**Task description**
Which lines below contain the word "left"? Copy each of them.

:: Dataset records

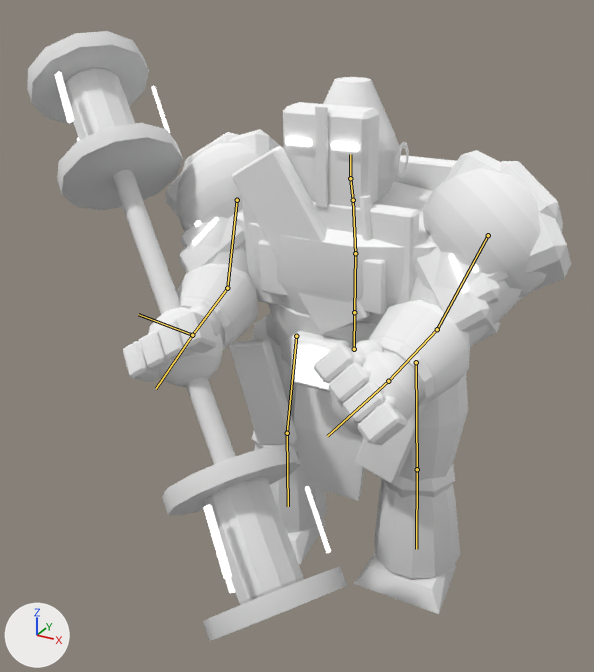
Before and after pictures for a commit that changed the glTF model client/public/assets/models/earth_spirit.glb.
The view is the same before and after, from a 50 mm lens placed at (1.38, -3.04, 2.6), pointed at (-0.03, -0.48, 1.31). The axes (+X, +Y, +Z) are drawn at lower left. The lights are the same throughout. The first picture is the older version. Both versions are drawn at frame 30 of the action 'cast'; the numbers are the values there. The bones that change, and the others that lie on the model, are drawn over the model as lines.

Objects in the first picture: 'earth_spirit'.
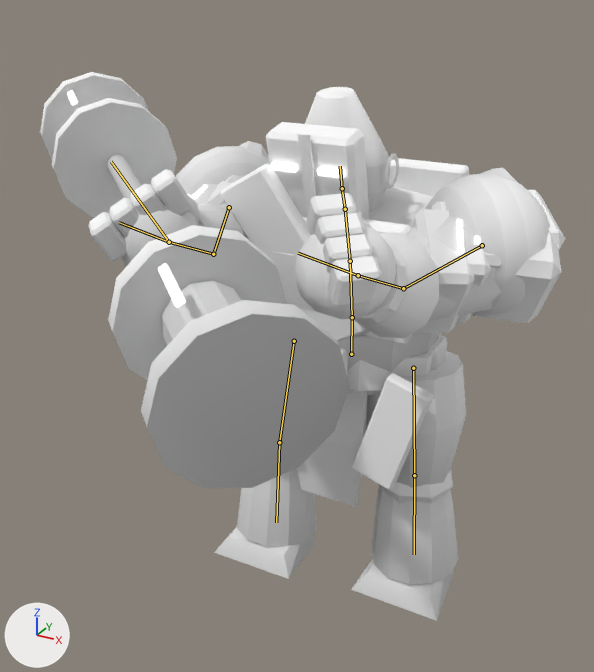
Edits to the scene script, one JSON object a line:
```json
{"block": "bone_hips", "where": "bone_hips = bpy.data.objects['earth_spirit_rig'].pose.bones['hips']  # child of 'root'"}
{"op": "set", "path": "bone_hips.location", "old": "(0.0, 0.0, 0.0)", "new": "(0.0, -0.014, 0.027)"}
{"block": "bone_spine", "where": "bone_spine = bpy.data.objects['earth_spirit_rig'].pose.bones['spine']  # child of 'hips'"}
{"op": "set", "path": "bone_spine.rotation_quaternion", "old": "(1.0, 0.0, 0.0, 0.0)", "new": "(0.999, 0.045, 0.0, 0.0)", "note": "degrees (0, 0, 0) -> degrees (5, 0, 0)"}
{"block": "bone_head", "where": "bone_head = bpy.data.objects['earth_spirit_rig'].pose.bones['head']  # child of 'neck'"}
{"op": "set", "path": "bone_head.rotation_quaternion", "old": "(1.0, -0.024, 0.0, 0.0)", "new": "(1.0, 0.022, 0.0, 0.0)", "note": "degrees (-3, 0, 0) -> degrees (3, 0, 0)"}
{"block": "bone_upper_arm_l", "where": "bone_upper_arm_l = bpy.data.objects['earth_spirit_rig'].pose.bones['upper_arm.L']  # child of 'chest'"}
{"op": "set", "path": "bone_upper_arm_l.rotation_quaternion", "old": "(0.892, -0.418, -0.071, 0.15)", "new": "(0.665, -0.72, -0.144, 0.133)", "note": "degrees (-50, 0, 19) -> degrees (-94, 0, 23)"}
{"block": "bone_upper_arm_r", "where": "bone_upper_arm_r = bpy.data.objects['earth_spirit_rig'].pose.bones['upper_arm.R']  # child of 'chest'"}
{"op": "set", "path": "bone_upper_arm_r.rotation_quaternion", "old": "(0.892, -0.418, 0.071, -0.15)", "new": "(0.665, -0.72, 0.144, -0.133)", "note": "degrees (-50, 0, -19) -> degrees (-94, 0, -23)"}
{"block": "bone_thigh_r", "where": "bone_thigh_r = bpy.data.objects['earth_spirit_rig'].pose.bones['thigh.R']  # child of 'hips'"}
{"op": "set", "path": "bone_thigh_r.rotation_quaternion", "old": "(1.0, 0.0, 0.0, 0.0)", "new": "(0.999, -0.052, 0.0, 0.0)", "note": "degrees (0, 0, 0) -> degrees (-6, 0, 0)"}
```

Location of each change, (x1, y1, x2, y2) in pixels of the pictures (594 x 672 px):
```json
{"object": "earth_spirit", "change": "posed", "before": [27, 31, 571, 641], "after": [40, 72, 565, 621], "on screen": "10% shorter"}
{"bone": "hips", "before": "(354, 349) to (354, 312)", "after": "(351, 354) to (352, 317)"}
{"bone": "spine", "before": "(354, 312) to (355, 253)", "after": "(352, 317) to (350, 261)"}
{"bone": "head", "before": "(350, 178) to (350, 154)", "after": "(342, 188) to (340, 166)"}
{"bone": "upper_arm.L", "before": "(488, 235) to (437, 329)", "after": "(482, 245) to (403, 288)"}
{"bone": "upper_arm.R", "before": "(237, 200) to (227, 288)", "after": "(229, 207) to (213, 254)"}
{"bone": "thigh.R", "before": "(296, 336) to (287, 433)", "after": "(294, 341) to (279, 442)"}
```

::::
:: Dataset records

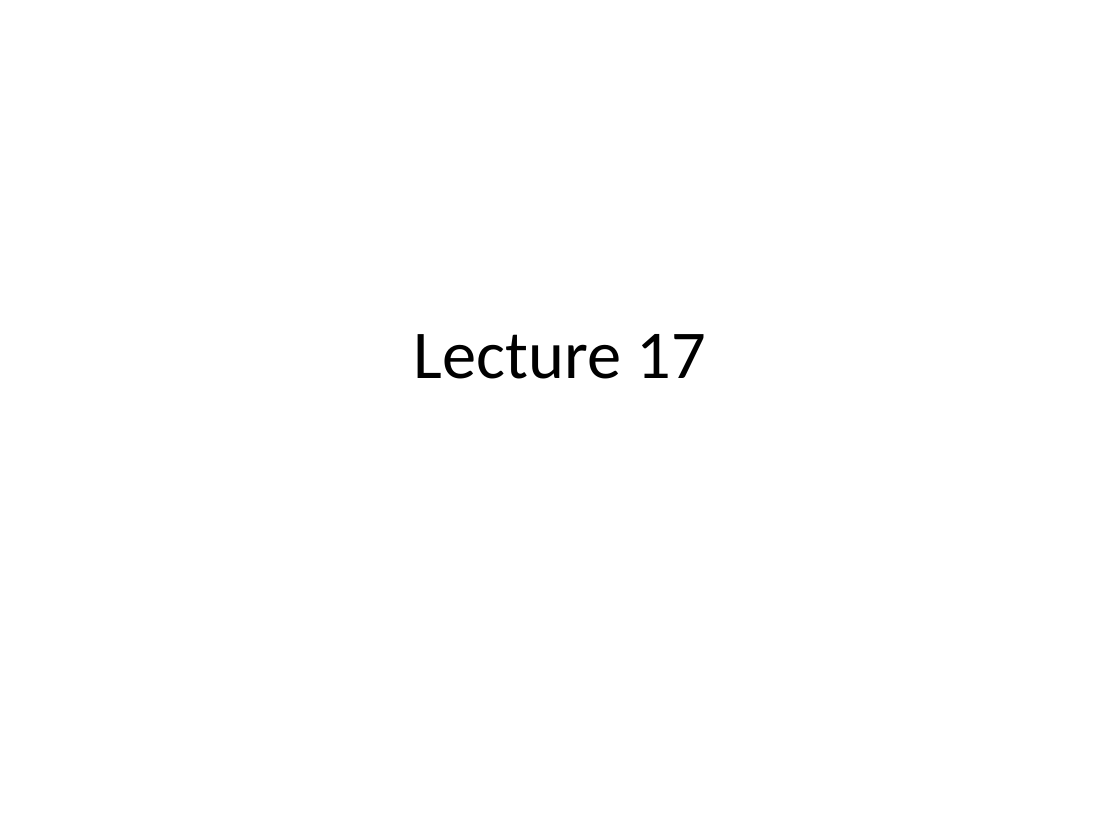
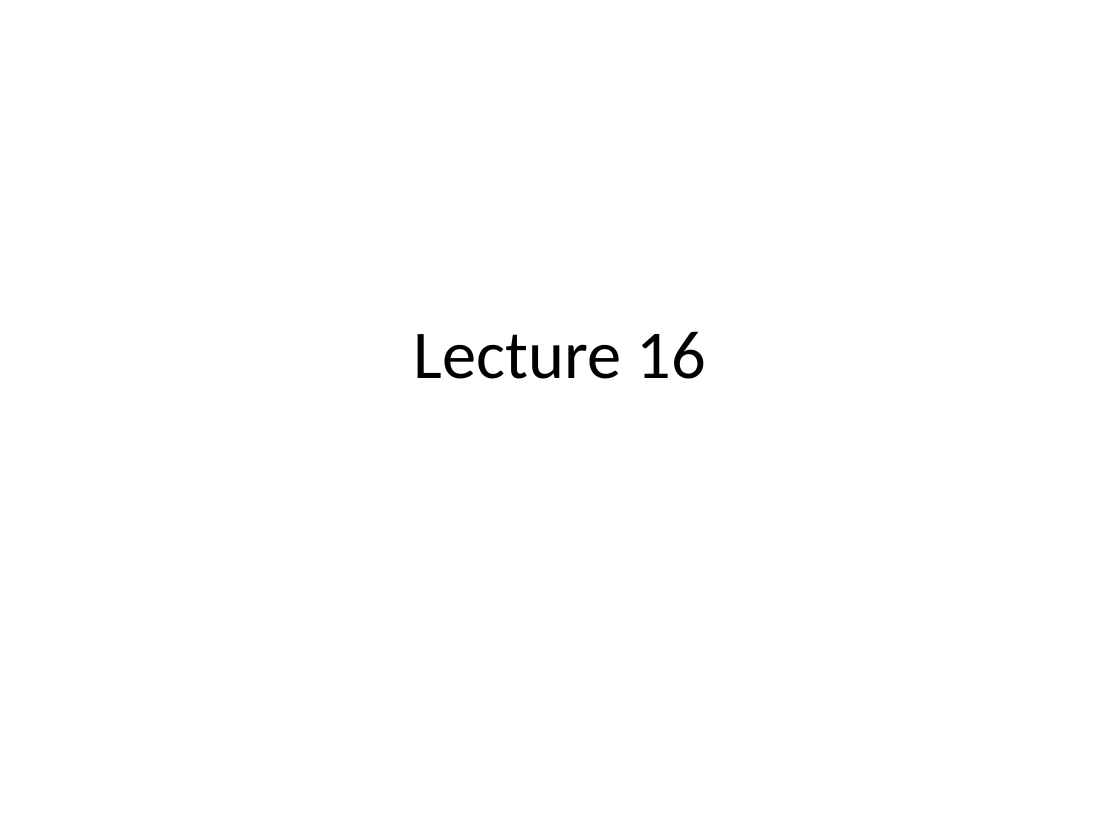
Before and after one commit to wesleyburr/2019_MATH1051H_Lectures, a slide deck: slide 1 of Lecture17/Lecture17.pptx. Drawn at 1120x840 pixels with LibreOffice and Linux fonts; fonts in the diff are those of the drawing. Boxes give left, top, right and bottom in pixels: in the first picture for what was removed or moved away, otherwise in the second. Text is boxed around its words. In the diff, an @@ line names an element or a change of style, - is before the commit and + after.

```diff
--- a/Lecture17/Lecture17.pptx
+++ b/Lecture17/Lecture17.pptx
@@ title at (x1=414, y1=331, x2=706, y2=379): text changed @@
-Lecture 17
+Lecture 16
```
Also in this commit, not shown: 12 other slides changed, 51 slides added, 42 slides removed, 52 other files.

::::

**Your response**
The view is the same before and after, from a 50 mm lens placed at (1.38, -3.04, 2.6), pointed at (-0.03, -0.48, 1.31). The axes (+X, +Y, +Z) are drawn at lower left. The lights are the same throughout. The first picture is the older version. Both versions are drawn at frame 30 of the action 'cast'; the numbers are the values there. The bones that change, and the others that lie on the model, are drawn over the model as lines.
Before and after one commit to wesleyburr/2019_MATH1051H_Lectures, a slide deck: slide 1 of Lecture17/Lecture17.pptx. Drawn at 1120x840 pixels with LibreOffice and Linux fonts; fonts in the diff are those of the drawing. Boxes give left, top, right and bottom in pixels: in the first picture for what was removed or moved away, otherwise in the second. Text is boxed around its words. In the diff, an @@ line names an element or a change of style, - is before the commit and + after.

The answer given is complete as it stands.